WHAT YOU WILL DO: Find every line of the listing below where "math" appears, and copy it.
:: THE RECORDS
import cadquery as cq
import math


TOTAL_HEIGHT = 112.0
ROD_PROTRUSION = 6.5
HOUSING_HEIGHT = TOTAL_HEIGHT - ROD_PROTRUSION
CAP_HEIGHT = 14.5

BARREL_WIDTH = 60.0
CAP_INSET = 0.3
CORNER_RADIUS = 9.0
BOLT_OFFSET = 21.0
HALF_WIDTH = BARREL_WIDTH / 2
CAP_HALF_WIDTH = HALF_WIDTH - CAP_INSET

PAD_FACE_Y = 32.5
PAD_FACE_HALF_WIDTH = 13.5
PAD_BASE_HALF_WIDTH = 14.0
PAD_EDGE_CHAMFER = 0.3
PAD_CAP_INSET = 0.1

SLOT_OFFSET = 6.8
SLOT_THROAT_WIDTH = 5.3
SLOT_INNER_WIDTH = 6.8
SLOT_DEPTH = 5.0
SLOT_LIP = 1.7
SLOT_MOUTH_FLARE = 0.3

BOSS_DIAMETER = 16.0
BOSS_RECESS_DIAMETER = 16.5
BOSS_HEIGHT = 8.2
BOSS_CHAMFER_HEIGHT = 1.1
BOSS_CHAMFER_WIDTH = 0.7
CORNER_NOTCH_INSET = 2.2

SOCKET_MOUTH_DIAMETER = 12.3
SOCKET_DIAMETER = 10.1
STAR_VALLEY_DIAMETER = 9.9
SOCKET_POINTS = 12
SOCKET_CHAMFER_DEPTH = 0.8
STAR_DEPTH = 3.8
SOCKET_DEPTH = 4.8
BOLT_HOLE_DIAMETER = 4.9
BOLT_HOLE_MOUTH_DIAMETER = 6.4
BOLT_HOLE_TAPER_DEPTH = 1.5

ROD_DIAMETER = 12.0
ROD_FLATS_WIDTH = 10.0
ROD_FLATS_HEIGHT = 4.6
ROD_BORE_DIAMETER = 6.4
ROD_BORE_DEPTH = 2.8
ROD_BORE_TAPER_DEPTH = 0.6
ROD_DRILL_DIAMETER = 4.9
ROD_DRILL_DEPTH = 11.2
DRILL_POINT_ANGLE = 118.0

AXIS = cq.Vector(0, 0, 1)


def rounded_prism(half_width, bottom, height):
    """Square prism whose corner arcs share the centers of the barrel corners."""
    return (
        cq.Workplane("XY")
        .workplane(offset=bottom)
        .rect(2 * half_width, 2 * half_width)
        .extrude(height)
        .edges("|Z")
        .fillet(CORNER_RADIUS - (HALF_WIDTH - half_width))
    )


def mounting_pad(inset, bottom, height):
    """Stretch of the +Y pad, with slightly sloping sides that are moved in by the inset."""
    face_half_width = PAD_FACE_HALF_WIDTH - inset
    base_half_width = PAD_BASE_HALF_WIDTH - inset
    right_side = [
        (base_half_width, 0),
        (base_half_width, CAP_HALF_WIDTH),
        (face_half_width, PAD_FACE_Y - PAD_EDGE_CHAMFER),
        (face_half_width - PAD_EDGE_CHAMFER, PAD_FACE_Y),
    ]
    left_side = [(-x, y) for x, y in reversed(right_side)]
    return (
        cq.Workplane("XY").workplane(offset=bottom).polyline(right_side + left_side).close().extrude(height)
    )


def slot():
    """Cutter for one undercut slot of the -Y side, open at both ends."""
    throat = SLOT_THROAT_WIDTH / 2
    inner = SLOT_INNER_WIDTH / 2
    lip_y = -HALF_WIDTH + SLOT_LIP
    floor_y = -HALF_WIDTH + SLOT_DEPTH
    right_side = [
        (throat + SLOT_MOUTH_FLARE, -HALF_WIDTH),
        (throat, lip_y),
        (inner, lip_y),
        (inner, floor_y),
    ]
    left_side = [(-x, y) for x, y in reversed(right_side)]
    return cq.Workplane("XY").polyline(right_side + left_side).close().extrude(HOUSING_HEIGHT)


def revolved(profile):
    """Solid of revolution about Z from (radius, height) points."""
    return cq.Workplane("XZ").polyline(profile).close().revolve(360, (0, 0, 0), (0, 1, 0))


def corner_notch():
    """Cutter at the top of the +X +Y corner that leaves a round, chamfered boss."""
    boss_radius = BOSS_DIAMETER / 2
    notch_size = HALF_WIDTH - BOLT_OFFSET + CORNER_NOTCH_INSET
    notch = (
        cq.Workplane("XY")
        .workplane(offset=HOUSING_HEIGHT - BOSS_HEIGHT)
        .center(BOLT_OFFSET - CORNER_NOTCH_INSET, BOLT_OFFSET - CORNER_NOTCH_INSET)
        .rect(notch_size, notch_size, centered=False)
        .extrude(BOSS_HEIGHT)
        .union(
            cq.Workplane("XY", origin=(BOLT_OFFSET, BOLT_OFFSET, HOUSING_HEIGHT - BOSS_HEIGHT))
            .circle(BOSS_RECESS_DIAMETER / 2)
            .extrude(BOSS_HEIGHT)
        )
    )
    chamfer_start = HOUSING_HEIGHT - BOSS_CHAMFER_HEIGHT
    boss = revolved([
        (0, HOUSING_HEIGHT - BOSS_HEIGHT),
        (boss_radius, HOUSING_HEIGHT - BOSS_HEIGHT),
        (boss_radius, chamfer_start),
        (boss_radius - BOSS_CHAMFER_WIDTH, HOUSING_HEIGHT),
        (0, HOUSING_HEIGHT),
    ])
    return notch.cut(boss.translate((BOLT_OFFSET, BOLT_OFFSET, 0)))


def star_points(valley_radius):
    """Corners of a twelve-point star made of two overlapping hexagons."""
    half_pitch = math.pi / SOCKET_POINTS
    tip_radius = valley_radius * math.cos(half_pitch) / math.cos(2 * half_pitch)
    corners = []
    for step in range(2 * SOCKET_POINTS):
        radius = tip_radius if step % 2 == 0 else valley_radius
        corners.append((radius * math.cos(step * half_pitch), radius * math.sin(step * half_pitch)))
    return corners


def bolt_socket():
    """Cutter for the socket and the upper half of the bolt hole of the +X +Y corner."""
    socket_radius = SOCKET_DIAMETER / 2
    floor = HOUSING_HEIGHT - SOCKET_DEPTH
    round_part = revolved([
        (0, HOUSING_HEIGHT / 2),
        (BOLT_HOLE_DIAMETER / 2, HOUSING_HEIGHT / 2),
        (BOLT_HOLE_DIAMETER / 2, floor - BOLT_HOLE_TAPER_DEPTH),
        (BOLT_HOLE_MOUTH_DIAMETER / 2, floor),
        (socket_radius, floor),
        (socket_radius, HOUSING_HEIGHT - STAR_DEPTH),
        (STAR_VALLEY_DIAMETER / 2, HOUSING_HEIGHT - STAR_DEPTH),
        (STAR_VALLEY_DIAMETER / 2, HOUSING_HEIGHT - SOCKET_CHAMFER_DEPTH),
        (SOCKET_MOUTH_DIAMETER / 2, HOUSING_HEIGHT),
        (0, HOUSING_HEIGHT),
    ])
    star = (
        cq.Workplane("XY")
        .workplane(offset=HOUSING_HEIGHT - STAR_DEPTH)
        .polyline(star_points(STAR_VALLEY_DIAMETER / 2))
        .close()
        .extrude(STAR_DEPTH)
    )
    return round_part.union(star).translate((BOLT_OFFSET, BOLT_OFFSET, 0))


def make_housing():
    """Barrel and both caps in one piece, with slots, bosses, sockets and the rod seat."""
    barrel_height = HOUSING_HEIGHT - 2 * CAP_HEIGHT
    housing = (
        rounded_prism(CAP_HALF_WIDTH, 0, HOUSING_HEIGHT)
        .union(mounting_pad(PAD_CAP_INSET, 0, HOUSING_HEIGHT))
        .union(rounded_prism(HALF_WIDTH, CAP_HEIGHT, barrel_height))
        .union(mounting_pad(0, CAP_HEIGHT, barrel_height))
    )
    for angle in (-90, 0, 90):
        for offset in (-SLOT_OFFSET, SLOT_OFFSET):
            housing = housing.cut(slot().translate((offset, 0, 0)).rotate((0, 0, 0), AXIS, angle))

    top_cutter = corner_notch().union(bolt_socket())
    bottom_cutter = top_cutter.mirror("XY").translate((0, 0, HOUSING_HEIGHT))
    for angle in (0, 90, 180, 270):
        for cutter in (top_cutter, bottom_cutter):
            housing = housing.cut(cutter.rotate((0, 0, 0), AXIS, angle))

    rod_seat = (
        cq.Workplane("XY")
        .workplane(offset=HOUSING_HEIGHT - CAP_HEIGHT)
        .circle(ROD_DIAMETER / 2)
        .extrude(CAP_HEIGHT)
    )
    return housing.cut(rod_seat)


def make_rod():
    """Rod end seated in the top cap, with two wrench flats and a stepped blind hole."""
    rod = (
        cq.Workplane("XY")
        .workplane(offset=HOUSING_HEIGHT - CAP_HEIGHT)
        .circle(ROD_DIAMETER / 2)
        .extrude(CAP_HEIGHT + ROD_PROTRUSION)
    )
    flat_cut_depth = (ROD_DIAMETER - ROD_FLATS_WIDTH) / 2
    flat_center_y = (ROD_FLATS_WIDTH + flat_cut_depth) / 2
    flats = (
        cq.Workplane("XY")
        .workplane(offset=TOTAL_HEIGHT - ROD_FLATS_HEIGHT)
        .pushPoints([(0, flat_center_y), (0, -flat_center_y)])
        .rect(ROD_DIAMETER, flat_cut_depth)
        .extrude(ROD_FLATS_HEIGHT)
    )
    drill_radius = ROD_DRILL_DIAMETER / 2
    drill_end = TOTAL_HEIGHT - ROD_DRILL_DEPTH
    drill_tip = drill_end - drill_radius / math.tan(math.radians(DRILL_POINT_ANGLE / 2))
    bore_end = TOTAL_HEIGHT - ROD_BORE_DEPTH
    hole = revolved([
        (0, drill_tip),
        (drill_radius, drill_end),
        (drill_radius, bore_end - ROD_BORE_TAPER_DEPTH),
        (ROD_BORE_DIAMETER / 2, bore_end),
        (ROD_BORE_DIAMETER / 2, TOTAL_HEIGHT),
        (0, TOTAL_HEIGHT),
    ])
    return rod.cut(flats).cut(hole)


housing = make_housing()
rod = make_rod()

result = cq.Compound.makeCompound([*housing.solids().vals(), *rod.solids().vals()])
::::
WRITTEN RESPONSE:
import math
    half_pitch = math.pi / SOCKET_POINTS
    tip_radius = valley_radius * math.cos(half_pitch) / math.cos(2 * half_pitch)
        corners.append((radius * math.cos(step * half_pitch), radius * math.sin(step * half_pitch)))
    drill_tip = drill_end - drill_radius / math.tan(math.radians(DRILL_POINT_ANGLE / 2))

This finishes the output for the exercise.